Note that this can however use significant memory. Alternatively use a keyword field instead."}]
I read about Fielddata here: https://www.elastic.co/guide/en/elasticsearch/reference/5.6/fielddata.html#_fielddata_is_disabled_on_literal_text_literal_fields_by_default But I'm not sure how to address this issue, especially from Hibernate Search.
My title
field definition looks like this:
@Field(name = "title", analyzer = @Analyzer(definition = "my_collation_analyzer"))
@Field(name = "title_polish", analyzer = @Analyzer(definition = "polish"))
protected String title;
I'm using the following analyzer definition:
@AnalyzerDef(name = "my_collation_analyzer",
tokenizer = @TokenizerDef(factory = KeywordTokenizerFactory.class), filters = { @TokenFilterDef(
name = "polish_collation", factory = ElasticsearchTokenFilterFactory.class, params = {
@org.hibernate.search.annotations.Parameter(name = "type", value = "'icu_collation'"),
@org.hibernate.search.annotations.Parameter(name = "language", value = "'pl'") }) })
(Analyzer polish
comes from plugin analysis-stempel
.)
Elasticsearch notes on Fielddata recommend changing the type of the field
from text
to keyword
, or setting fielddata=true
, but I'm not sure
how to do it using Hibernate Search annotations because there are no such
properties in annotation @Field
.
Update:
Thank you very much for the help on this. I changed my code to this:
@NormalizerDef(name = "my_collation_normalizer",
filters = { @TokenFilterDef(
name = "polish_collation_normalization", factory = ElasticsearchTokenFilterFactory.class, params = {
@org.hibernate.search.annotations.Parameter(name = "type", value = "'icu_collation'"),
@org.hibernate.search.annotations.Parameter(name = "language", value = "'pl'") }) })
...
@Field(name = "title_for_search", analyzer = @Analyzer(definition = "polish"))

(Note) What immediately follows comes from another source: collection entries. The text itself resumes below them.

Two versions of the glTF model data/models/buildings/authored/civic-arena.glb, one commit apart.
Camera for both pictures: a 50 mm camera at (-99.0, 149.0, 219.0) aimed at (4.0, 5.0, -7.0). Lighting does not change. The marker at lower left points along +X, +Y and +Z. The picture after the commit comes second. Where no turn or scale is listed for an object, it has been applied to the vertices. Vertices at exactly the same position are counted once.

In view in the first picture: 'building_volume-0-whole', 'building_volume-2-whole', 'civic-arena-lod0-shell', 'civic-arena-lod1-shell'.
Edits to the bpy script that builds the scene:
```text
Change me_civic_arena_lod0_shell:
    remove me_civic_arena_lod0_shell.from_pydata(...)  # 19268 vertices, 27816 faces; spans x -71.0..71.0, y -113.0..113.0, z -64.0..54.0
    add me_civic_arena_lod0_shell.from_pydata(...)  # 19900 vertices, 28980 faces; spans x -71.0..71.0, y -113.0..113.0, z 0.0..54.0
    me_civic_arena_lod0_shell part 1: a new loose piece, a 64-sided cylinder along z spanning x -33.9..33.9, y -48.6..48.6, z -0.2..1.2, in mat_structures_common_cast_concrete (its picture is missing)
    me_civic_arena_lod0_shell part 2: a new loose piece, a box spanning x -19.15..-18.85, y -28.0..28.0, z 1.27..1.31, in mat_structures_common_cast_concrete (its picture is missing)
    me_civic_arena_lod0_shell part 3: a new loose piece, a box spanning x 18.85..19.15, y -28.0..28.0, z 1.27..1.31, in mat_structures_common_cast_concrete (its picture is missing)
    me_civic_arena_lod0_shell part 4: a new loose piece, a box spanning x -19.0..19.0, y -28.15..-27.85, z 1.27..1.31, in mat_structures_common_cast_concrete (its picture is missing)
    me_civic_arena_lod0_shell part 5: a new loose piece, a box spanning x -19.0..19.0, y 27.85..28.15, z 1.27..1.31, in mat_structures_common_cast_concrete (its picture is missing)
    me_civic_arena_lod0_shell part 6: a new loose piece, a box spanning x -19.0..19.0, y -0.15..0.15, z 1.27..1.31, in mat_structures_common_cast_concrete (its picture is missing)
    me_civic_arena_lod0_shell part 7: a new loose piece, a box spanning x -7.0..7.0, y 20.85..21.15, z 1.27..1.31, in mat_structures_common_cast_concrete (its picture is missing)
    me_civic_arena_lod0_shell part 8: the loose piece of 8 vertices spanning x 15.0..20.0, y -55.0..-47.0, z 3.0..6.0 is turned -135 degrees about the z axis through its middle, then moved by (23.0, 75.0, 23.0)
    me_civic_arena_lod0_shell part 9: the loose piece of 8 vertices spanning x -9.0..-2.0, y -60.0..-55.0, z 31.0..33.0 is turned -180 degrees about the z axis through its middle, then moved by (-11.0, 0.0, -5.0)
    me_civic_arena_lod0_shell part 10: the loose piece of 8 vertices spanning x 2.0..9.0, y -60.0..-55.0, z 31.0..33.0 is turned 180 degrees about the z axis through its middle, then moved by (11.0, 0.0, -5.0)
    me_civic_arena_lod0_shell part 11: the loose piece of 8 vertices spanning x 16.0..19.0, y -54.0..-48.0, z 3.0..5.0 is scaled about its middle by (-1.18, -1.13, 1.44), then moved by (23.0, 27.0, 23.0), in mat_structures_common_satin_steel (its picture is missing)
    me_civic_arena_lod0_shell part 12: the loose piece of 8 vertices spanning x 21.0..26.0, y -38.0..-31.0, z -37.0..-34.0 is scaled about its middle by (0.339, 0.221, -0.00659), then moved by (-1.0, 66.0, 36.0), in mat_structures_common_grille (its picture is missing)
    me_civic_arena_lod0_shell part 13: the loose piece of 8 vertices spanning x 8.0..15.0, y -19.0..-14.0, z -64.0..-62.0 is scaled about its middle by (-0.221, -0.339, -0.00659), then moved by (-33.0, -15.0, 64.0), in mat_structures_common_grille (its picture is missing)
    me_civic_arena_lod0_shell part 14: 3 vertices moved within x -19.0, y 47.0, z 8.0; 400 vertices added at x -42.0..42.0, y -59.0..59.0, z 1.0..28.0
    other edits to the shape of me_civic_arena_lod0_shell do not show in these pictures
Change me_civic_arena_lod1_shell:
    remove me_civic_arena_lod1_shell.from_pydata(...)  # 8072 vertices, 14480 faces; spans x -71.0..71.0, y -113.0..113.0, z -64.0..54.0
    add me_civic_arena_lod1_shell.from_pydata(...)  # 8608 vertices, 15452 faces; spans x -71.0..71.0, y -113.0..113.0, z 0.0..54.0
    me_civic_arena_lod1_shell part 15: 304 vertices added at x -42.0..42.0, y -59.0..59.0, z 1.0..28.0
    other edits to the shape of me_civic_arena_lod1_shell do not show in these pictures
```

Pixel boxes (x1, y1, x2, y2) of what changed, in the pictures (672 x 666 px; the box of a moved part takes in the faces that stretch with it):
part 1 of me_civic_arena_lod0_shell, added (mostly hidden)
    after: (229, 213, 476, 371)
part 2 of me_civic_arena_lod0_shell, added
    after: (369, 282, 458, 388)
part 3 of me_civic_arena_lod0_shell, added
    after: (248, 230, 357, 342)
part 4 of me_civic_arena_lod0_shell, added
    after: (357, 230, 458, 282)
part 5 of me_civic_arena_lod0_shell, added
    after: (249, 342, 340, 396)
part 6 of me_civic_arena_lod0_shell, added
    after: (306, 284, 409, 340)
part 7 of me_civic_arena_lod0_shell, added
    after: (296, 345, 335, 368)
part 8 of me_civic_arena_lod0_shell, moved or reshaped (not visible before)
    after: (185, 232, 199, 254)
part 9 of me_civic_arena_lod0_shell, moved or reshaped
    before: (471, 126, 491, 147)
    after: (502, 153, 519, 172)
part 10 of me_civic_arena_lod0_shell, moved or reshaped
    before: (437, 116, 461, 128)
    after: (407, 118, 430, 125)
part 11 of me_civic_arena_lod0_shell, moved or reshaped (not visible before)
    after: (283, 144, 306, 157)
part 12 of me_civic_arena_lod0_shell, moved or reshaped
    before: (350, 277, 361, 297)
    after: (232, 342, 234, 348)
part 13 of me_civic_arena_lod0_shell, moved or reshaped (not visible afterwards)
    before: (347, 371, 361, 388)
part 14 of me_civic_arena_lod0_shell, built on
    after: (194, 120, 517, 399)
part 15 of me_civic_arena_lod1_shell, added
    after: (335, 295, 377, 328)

@Field(name = "title_for_sort", normalizer = @Normalizer(definition = "my_collation_normalizer"))
@SortableField(forField = "title_for_sort")
protected String title;
Is it ok? As I understand there should be no tokenization in a normalizer, but I'm not sure what else to use instead of @TokenFilterDef
and factory = ElasticsearchTokenFilterFactory.class
(?).
Unfortunately I'm also getting the following error:
Error message: {"root_cause":
[{"type":"illegal_argument_exception",
"reason":"Custom normalizer [my_collation_normalizer] may not use filter
[polish_collation_normalization]"}]
I need collation for sorting, as described in my previous question here: ElasticSearch - define custom letter order for sorting
Update 2:
I tested ElasticSearch version 5.6.5
and I think it allows icu_collation in normalizers (my annotations were accepted).